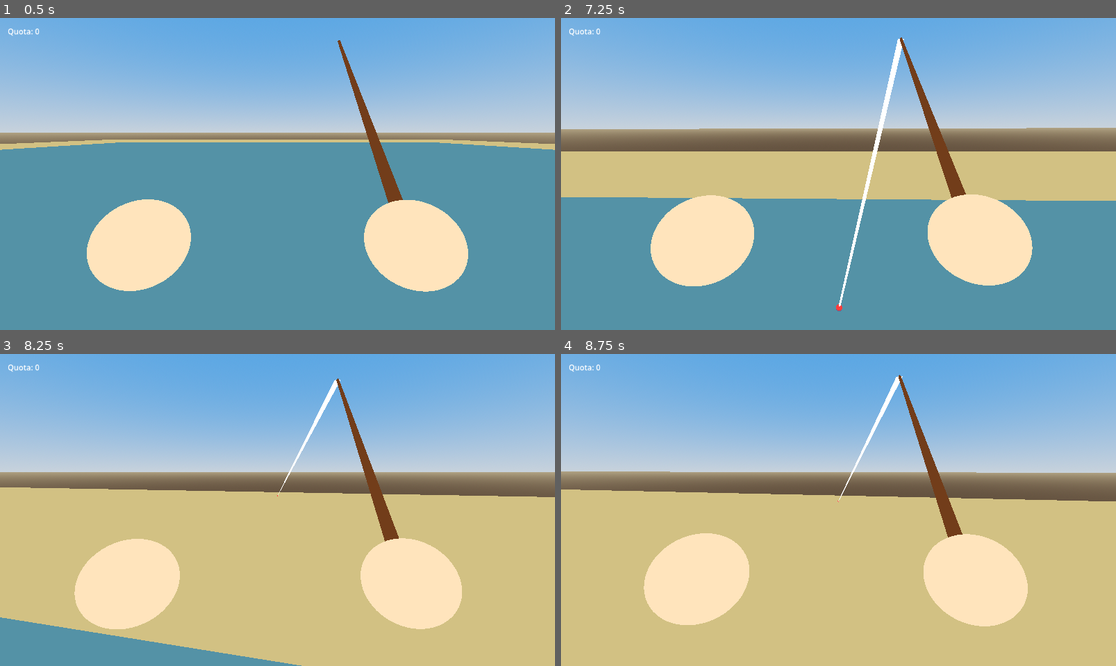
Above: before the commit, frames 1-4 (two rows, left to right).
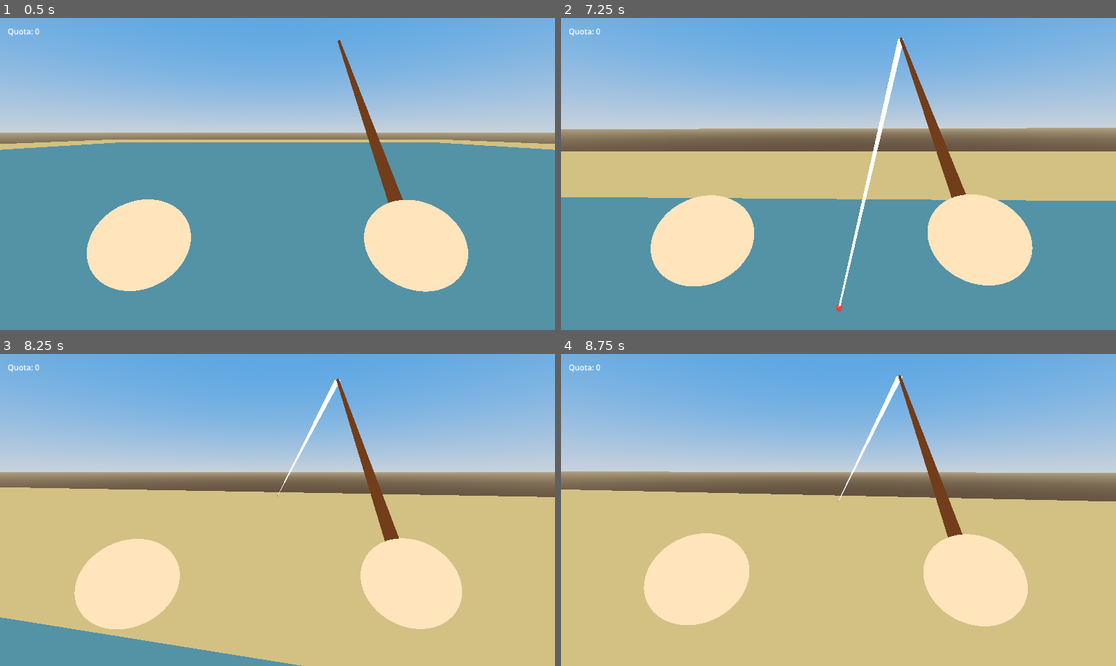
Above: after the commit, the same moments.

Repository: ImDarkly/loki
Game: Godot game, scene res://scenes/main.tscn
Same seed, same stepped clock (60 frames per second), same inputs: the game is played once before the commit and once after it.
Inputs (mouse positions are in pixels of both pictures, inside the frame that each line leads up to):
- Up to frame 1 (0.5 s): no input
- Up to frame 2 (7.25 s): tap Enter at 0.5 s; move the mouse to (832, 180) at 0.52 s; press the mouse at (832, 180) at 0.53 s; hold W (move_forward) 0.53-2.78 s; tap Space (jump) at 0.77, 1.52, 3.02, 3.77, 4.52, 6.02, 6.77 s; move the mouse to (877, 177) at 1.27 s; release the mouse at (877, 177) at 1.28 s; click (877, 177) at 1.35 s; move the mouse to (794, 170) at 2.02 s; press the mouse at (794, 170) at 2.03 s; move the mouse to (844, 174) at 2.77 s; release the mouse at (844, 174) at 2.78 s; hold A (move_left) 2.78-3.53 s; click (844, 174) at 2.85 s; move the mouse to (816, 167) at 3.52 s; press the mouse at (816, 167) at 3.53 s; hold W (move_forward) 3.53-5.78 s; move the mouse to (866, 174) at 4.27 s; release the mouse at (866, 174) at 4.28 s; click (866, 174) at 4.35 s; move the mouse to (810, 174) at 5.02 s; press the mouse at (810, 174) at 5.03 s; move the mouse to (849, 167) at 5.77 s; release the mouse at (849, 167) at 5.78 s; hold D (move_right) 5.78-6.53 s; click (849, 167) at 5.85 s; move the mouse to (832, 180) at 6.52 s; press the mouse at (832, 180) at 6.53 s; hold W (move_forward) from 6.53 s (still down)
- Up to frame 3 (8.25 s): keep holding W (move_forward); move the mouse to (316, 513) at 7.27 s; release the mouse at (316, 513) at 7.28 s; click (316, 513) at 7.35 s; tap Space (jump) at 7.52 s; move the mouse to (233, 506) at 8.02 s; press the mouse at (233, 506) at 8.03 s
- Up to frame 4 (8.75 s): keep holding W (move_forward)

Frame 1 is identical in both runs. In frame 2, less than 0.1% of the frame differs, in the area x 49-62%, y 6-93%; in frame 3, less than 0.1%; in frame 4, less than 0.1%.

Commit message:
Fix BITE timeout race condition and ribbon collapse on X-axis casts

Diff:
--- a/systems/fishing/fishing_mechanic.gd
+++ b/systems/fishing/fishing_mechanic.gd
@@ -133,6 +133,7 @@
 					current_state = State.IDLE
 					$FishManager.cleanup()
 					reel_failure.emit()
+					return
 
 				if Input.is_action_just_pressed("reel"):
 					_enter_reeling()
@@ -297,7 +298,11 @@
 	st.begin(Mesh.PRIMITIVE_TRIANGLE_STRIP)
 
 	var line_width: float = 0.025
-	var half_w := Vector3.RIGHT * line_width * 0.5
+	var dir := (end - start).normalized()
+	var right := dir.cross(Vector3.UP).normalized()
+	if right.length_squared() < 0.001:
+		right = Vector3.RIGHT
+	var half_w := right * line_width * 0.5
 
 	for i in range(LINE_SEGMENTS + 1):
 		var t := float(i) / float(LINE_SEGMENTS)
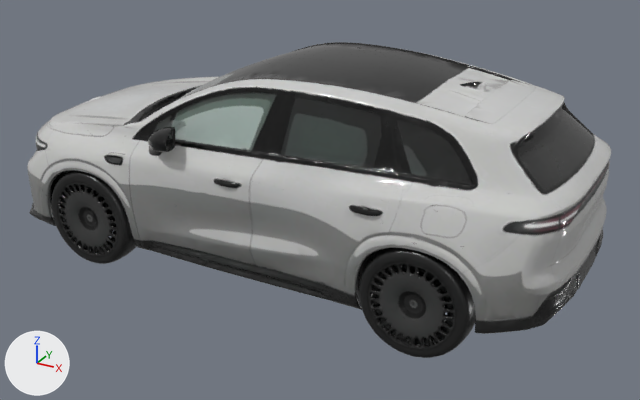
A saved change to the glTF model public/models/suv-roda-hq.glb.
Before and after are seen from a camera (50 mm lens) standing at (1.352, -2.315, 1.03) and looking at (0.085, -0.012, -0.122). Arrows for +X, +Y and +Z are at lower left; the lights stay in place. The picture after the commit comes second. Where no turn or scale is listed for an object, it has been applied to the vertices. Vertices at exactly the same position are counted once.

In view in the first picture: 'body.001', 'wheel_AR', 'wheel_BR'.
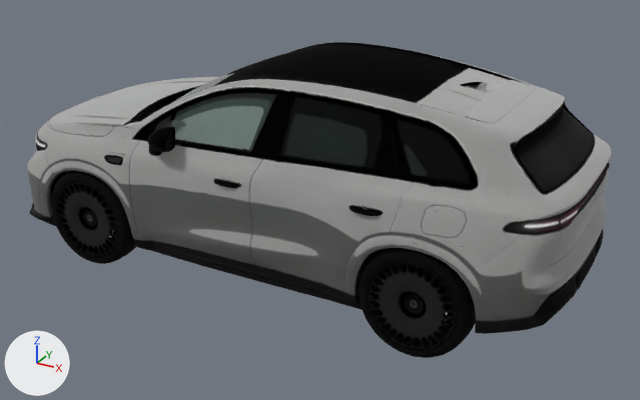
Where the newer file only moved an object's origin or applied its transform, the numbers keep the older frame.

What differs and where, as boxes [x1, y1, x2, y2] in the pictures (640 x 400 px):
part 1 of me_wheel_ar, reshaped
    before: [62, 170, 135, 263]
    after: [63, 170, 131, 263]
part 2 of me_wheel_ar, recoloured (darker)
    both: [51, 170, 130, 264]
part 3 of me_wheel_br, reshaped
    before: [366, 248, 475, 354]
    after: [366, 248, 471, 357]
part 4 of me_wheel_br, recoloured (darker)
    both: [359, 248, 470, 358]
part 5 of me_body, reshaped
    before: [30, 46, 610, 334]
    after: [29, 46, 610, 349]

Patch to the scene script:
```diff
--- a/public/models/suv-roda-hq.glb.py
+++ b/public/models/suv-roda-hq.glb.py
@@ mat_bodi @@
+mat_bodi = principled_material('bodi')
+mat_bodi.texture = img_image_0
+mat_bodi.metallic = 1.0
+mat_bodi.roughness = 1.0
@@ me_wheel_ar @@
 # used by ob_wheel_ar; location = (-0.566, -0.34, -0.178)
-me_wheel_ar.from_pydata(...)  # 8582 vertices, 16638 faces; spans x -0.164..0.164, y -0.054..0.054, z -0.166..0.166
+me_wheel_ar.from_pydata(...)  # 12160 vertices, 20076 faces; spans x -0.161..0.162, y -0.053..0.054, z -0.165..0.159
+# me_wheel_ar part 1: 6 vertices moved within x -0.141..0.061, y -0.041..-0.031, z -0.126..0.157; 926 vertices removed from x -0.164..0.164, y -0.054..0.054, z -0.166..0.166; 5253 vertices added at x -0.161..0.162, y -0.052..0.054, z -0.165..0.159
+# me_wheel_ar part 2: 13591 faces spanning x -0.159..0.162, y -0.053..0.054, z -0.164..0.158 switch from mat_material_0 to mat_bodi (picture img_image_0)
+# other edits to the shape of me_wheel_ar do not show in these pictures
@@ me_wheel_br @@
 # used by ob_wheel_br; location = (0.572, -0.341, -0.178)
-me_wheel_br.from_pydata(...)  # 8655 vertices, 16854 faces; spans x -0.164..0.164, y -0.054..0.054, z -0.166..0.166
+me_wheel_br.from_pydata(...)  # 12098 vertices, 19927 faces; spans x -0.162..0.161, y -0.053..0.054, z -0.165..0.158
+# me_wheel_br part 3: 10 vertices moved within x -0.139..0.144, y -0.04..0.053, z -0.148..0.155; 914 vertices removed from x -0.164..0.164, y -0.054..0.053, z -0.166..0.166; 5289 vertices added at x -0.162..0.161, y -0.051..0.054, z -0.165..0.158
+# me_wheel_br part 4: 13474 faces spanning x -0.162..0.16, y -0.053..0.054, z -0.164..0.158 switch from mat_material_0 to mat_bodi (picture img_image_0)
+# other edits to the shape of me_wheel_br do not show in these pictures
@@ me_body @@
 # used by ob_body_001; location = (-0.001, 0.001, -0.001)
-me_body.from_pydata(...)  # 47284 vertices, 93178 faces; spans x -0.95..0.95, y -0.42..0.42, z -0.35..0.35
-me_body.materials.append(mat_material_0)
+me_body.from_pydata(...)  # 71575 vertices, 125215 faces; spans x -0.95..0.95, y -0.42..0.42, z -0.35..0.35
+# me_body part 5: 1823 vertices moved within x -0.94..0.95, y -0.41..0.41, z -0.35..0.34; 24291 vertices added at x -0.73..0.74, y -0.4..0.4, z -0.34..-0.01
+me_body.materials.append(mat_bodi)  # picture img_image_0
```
--------
Problem statement >> Find how many lines in the listing hold "these", and reply with that number only.

Written answer >> 2